### Decision Tree Prototype
This file uses the insights gathered in the capstone_ml_prototype pipeline to fit a hyperparameter-tuned decision tree to the test set to compare accuracy scores across the training and test sets (we use the validation set as the test set, as the test set is not labelled).

In [1]:
import pandas as pd
import numpy as np
from sklearn.preprocessing import MinMaxScaler
from sklearn.preprocessing import StandardScaler
from sklearn import tree
from sklearn.tree import DecisionTreeClassifier
from sklearn.ensemble import RandomForestClassifier
from sklearn.linear_model import LogisticRegression
from xgboost import XGBClassifier
#from catboost import CatBoostClassifier
from sklearn.neighbors import KNeighborsClassifier
from sklearn.svm import SVC
from sklearn.model_selection import train_test_split
from sklearn.model_selection import KFold
from sklearn.pipeline import Pipeline
from sklearn.model_selection import GridSearchCV
from sklearn.metrics import classification_report
from sklearn.metrics import mean_squared_error
from sklearn.metrics import r2_score
from sklearn.metrics import accuracy_score
import matplotlib.pyplot as plt

In [2]:
#Load and split the data
training_data = pd.read_csv("train.csv")
testing_data = pd.read_csv("test.csv")
costa_rica_data = training_data.drop(['Target'], axis=1)
costa_rica_target = training_data['Target']

#Clean the data to either replace or remove string columns
costa_rica_data.select_dtypes(exclude=[np.number]).head()
costa_rica_data = costa_rica_data.select_dtypes(include=[np.number], exclude=[np.object]).fillna(0)

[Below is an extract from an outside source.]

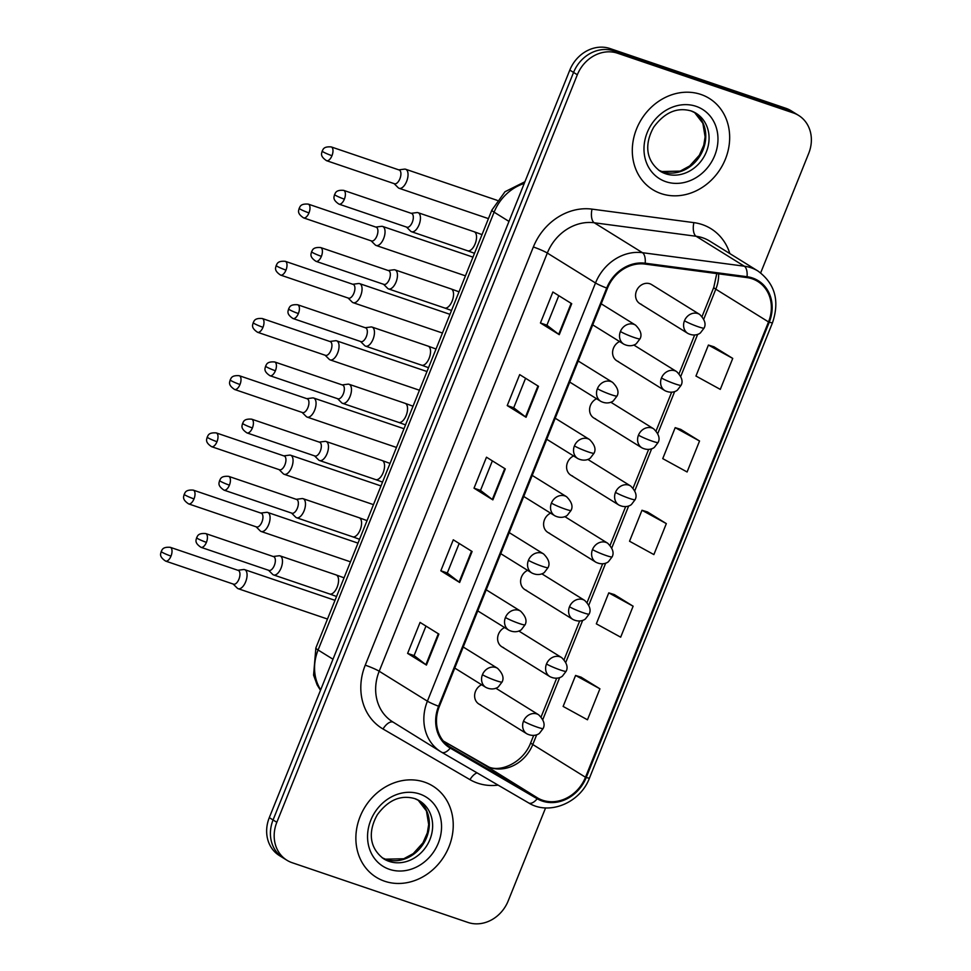 <?xml version="1.0" encoding="UTF-8"?>
<svg xmlns="http://www.w3.org/2000/svg" width="971" height="971" viewBox="0 0 971 971"><rect width="100%" height="100%" fill="white"/><g stroke="black" fill="none" stroke-linecap="round" stroke-linejoin="round"><path stroke-width="1.46" d="M619.571 341.537A11.179 9.71 121.8 0 0 612.701 351.004A11.179 9.71 121.8 0 0 616.828 360.799A11.179 9.71 121.8 0 0 618.576 361.625M596.582 398.741A11.179 9.71 121.8 0 0 589.7 408.208A11.179 9.71 121.8 0 0 593.827 417.991A11.179 9.71 121.8 0 0 595.575 418.817M573.582 455.933A11.179 9.71 121.8 0 0 566.712 465.412A11.179 9.71 121.8 0 0 570.839 475.195A11.179 9.71 121.8 0 0 572.587 476.021M550.593 513.137A11.179 9.71 121.8 0 0 543.711 522.616A11.179 9.71 121.8 0 0 547.838 532.399A11.179 9.71 121.8 0 0 549.586 533.225M527.593 570.341A11.179 9.71 121.8 0 0 520.723 579.808A11.179 9.71 121.8 0 0 524.85 589.591A11.179 9.71 121.8 0 0 526.598 590.417M504.604 627.545A11.179 9.71 121.8 0 0 497.722 637.012A11.179 9.71 121.8 0 0 501.849 646.795A11.179 9.71 121.8 0 0 503.597 647.621M481.604 684.737A11.179 9.71 121.8 0 0 474.734 694.216A11.179 9.71 121.8 0 0 478.861 703.999A11.179 9.71 121.8 0 0 480.609 704.825M699.63 314.398C704.74 319.508 706.233 324.059 704.096 328.077A11.179 1.092 -158.1 0 1 698.428 326.826A11.179 1.092 21.9 0 1 684.47 320.758A11.179 9.71 121.8 0 1 697.882 313.572A11.179 9.71 121.8 0 1 699.63 314.398L651.614 284.588A11.179 9.71 121.8 0 0 649.866 283.763A11.179 9.71 121.8 0 0 636.915 289.941A11.179 9.71 121.8 0 0 639.816 303.595A11.179 9.71 121.8 0 0 641.564 304.421M700.904 94.454A53.672 46.62 121.8 0 0 638.76 124.07A53.672 46.62 121.8 0 0 652.67 189.612A53.672 46.62 121.8 0 0 661.057 193.581A53.672 46.62 121.8 0 0 723.213 163.953A53.672 46.62 121.8 0 0 709.291 98.411A53.672 46.62 121.8 0 0 700.904 94.454A53.672 46.62 121.8 0 0 638.76 124.07A53.672 46.62 121.8 0 0 652.67 189.612A53.672 46.62 121.8 0 0 661.057 193.581A53.672 46.62 121.8 0 0 723.213 163.953A53.672 46.62 121.8 0 0 709.291 98.411A53.672 46.62 121.8 0 0 700.904 94.454M424.473 782.104A53.672 46.62 121.8 0 0 362.329 811.72A53.672 46.62 121.8 0 0 376.238 877.262A53.672 46.62 121.8 0 0 384.625 881.219A53.672 46.62 121.8 0 0 446.781 851.603A53.672 46.62 121.8 0 0 432.86 786.061A53.672 46.62 121.8 0 0 424.473 782.104A53.672 46.62 121.8 0 0 362.329 811.72A53.672 46.62 121.8 0 0 376.238 877.262A53.672 46.62 121.8 0 0 384.625 881.219A53.672 46.62 121.8 0 0 446.781 851.603A53.672 46.62 121.8 0 0 432.86 786.061A53.672 46.62 121.8 0 0 424.473 782.104M752.197 278.823A35.781 31.084 -58.2 0 1 757.781 281.456A35.781 31.084 -58.2 0 1 768.522 321.923L585.489 777.249A35.781 31.084 -58.2 0 1 537.643 797.98L450.714 747.342A35.781 31.084 -58.2 0 1 450.059 746.954A35.781 31.084 -58.2 0 1 439.317 706.487L607.433 288.29A35.781 31.084 -58.2 0 1 644.987 264.076L746.845 277.572A35.781 31.084 -58.2 0 1 752.197 278.823M752.525 277.997A36.68 31.861 121.8 0 0 747.051 276.711L645.181 263.214A36.68 31.861 121.8 0 0 606.693 288.047L438.576 706.233A36.68 31.861 121.8 0 0 450.253 748.107L537.194 798.757A36.68 31.861 121.8 0 0 586.229 777.504L769.263 322.178A36.68 31.861 121.8 0 0 752.525 277.997M760.669 272.887L808.709 153.382A33.548 29.142 121.8 0 0 798.635 115.44L791.11 110.767A33.548 29.142 121.8 0 0 785.867 108.291L610.019 48.55A33.548 29.142 121.8 0 0 569.807 70.094L269.307 817.618L273.069 819.961A33.548 29.142 121.8 0 0 283.131 857.891A33.548 29.142 121.8 0 1 273.069 819.961L573.57 72.424L273.069 819.961L276.832 822.303A33.548 29.142 121.8 0 0 286.906 860.233A33.548 29.142 121.8 0 0 292.15 862.709L467.986 922.45A33.548 29.142 121.8 0 0 508.197 900.906L545.593 807.896M610.019 48.55L613.793 50.893A33.548 29.142 121.8 0 0 573.57 72.424A33.548 29.142 121.8 0 1 613.793 50.893L789.629 110.633L613.793 50.893L617.556 53.223A33.548 29.142 121.8 0 0 577.332 74.767L276.832 822.303M794.873 113.109A33.548 29.142 121.8 0 0 789.629 110.633A33.548 29.142 121.8 0 1 794.873 113.109M599.92 688.803L575.585 675.452L563.131 706.427L587.467 719.79L599.92 688.803L581.083 677.175M633.128 606.207L608.781 592.856L596.328 623.831L620.675 637.182L633.128 606.207L614.279 594.568M732.741 358.408L708.405 345.057L695.952 376.032L720.288 389.383L732.741 358.408L713.891 346.768M699.545 441.004L675.197 427.653L662.744 458.628L687.092 471.979L699.545 441.004L680.695 429.376M666.337 523.612L641.989 510.261L629.536 541.235L653.884 554.587L666.337 523.612L647.487 511.972M798.635 115.44A33.548 29.142 121.8 0 0 793.392 112.964L617.556 53.223M426.439 665.074L407.614 653.386L420.067 622.411L438.892 634.099L426.439 665.074A8.945 0.874 21.9 0 1 425.893 664.698L438.334 633.76M526.051 417.275L507.226 405.587L519.679 374.612L538.504 386.3L526.051 417.275A8.945 0.874 21.9 0 1 525.517 416.899L537.958 385.948M559.26 334.667L540.434 322.979L552.887 292.004L571.713 303.692L559.26 334.667A8.945 0.874 21.9 0 1 558.713 334.303L571.154 303.353M459.647 582.466L440.822 570.778L453.275 539.803L472.1 551.492L459.647 582.466A8.945 0.874 21.9 0 1 459.101 582.102L471.542 551.152M492.855 499.871L474.018 488.182L486.471 457.207L505.296 468.896L492.855 499.871A8.945 0.874 21.9 0 1 492.309 499.507L504.75 468.556M474.018 488.182L480.511 490.391L492.309 499.507M440.822 570.778L447.303 572.987M459.174 543.469L447.291 573.011L459.101 582.102M540.434 322.979L546.916 325.188M558.786 295.67L546.904 325.212L558.713 334.303M507.226 405.587L513.708 407.784M525.578 378.265L513.708 407.808L525.517 416.899M407.614 653.386L414.095 655.583L425.893 664.698M641.989 510.261L647.693 512.033M675.197 427.653L680.902 429.437M708.405 345.057L714.11 346.841M608.781 592.856L614.485 594.64M575.585 675.452L581.289 677.236M480.499 490.404L492.37 460.873M414.083 655.607L425.966 626.064M269.307 817.618A33.548 29.142 121.8 0 0 279.369 855.56L286.906 860.233M394.105 183.628L398.171 187.67A10.062 4.891 -71.2 0 0 398.656 188.058A10.062 4.891 -71.2 0 0 399.154 188.301A10.062 4.891 -71.2 0 0 406.631 181.395A10.062 4.891 -71.2 0 0 406.133 169.476A10.062 4.891 -71.2 0 0 405.635 169.245A10.062 4.891 -71.2 0 0 404.47 169.136L398.79 169.864M394.141 183.592A7.27 3.532 -71.2 0 0 394.505 183.762A7.27 3.532 -71.2 0 0 399.894 178.785A7.27 3.532 -71.2 0 0 399.542 170.168A7.27 3.532 -71.2 0 0 399.178 169.998L331.245 146.924C322.773 146.245 323.088 150.117 322.166 151.088A7.27 0.716 -158.1 0 0 322.894 151.755A7.27 0.716 21.9 0 0 331.973 155.7A7.27 3.532 -71.2 0 0 331.245 146.924M406.521 227.08L410.587 231.122A10.062 4.891 -71.2 0 0 411.073 231.511A10.062 4.891 -71.2 0 0 411.57 231.741A10.062 4.891 -71.2 0 0 419.241 224.313A10.062 4.891 -71.2 0 0 418.537 212.916A10.062 4.891 -71.2 0 0 418.04 212.685A10.062 4.891 -71.2 0 0 416.887 212.576L411.194 213.317M406.558 227.044A7.27 3.532 -71.2 0 0 406.91 227.214A7.27 3.532 -71.2 0 0 412.311 222.225A7.27 3.532 -71.2 0 0 411.947 213.62A7.27 3.532 -71.2 0 0 411.595 213.45L343.661 190.365C335.189 189.697 335.505 193.557 334.582 194.54A7.27 0.716 -158.1 0 0 335.311 195.207A7.27 0.716 21.9 0 0 344.377 199.152A7.27 3.532 -71.2 0 0 343.661 190.365M371.116 240.832L375.182 244.874A10.062 4.891 -71.2 0 0 375.668 245.262A10.062 4.891 -71.2 0 0 376.165 245.493A10.062 4.891 -71.2 0 0 383.63 238.599A10.062 4.891 -71.2 0 0 383.132 226.68A10.062 4.891 -71.2 0 0 382.635 226.437A10.062 4.891 -71.2 0 0 381.482 226.34L375.789 227.068M371.153 240.796A7.27 3.532 -71.2 0 0 371.505 240.966A7.27 3.532 -71.2 0 0 376.906 235.977A7.27 3.532 -71.2 0 0 376.542 227.372A7.27 3.532 -71.2 0 0 376.19 227.202L308.256 204.116C299.784 203.449 300.1 207.309 299.177 208.292A7.27 0.716 -158.1 0 0 299.905 208.959A7.27 0.716 21.9 0 0 308.972 212.904A7.27 3.532 -71.2 0 0 308.256 204.116M348.116 298.036L352.182 302.078A10.062 4.891 -71.2 0 0 352.667 302.466A10.062 4.891 -71.2 0 0 353.165 302.697A10.062 4.891 -71.2 0 0 360.642 295.803A10.062 4.891 -71.2 0 0 360.144 283.872A10.062 4.891 -71.2 0 0 359.646 283.641A10.062 4.891 -71.2 0 0 358.481 283.532L352.801 284.272M348.152 298A7.27 3.532 -71.2 0 0 348.516 298.17A7.27 3.532 -71.2 0 0 353.905 293.181A7.27 3.532 -71.2 0 0 353.553 284.576A7.27 3.532 -71.2 0 0 353.189 284.406L285.256 261.32C276.784 260.653 277.099 264.513 276.177 265.496A7.27 0.716 -158.1 0 0 276.905 266.163A7.27 0.716 21.9 0 0 285.984 270.108A7.27 3.532 -71.2 0 0 285.256 261.32M325.127 355.228L329.193 359.282A10.062 4.891 -71.2 0 0 329.679 359.658A10.062 4.891 -71.2 0 0 330.176 359.901A10.062 4.891 -71.2 0 0 337.641 352.995A10.062 4.891 -71.2 0 0 337.143 341.076A10.062 4.891 -71.2 0 0 336.646 340.845A10.062 4.891 -71.2 0 0 335.493 340.736L329.8 341.464M325.164 355.192A7.27 3.532 -71.2 0 0 325.516 355.362A7.27 3.532 -71.2 0 0 330.917 350.385A7.27 3.532 -71.2 0 0 330.553 341.768A7.27 3.532 -71.2 0 0 330.201 341.598L262.267 318.524C253.795 317.845 254.111 321.717 253.188 322.688A7.27 0.716 -158.1 0 0 253.917 323.355A7.27 0.716 21.9 0 0 262.983 327.3A7.27 3.532 -71.2 0 0 262.267 318.524M302.127 412.432L306.193 416.474A10.062 4.891 -71.2 0 0 306.678 416.862A10.062 4.891 -71.2 0 0 307.176 417.105A10.062 4.891 -71.2 0 0 314.653 410.199A10.062 4.891 -71.2 0 0 314.155 398.28A10.062 4.891 -71.2 0 0 313.657 398.037A10.062 4.891 -71.2 0 0 312.492 397.94L306.812 398.668M302.163 412.396A7.27 3.532 -71.2 0 0 302.527 412.566A7.27 3.532 -71.2 0 0 307.916 407.589A7.27 3.532 -71.2 0 0 307.564 398.972A7.27 3.532 -71.2 0 0 307.2 398.802L239.267 375.716C230.795 375.049 231.11 378.921 230.188 379.892A7.27 0.716 -158.1 0 0 230.916 380.559A7.27 0.716 21.9 0 0 239.995 384.504A7.27 3.532 -71.2 0 0 239.267 375.716M321.389 256.344A7.27 3.532 -71.2 0 0 320.673 247.569C312.189 246.889 312.504 250.761 311.582 251.732A7.27 0.716 -158.1 0 0 312.31 252.399A7.27 0.716 21.9 0 0 321.389 256.344A7.27 3.532 -71.2 0 1 315.988 261.333L383.921 284.406A7.27 3.532 -71.2 0 1 383.557 284.236L387.587 288.314A10.062 4.891 -71.2 0 0 388.072 288.703A10.062 4.891 -71.2 0 0 388.57 288.945A10.062 4.891 -71.2 0 0 396.253 281.517A10.062 4.891 -71.2 0 0 395.549 270.12A10.062 4.891 -71.2 0 0 395.051 269.889A10.062 4.891 -71.2 0 0 393.886 269.78L388.206 270.508M383.921 284.406A7.27 3.532 -71.2 0 0 389.322 279.43A7.27 3.532 -71.2 0 0 388.958 270.812A7.27 3.532 -71.2 0 0 388.594 270.642L320.673 247.569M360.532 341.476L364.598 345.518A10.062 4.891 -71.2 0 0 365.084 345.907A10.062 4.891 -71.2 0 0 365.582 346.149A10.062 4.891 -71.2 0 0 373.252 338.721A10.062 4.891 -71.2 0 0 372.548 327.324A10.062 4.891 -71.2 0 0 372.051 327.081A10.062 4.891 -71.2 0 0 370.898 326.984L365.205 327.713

#Split data into 80% train, 20% validation split
X_train, X_test, y_train, y_test = train_test_split(costa_rica_data.values, costa_rica_target.values, test_size= 0.2, random_state=42)

In [3]:
#Fit a Decision Tree with hyperparameters to get a baseline idea of performance
clf = DecisionTreeClassifier(criterion='gini', max_depth=75, random_state=42)
model = clf.fit(X_train, y_train)
y_test_pred = model.predict(X_test)
train_score = model.score(X_train, y_train)
test_score = model.score(X_test, y_test)
print('Decision Tree Train Accuracy: '+str(round(train_score*100,2))+'%')
print('Decision Tree Test Accuracy: '+str(round(test_score*100,2))+'%')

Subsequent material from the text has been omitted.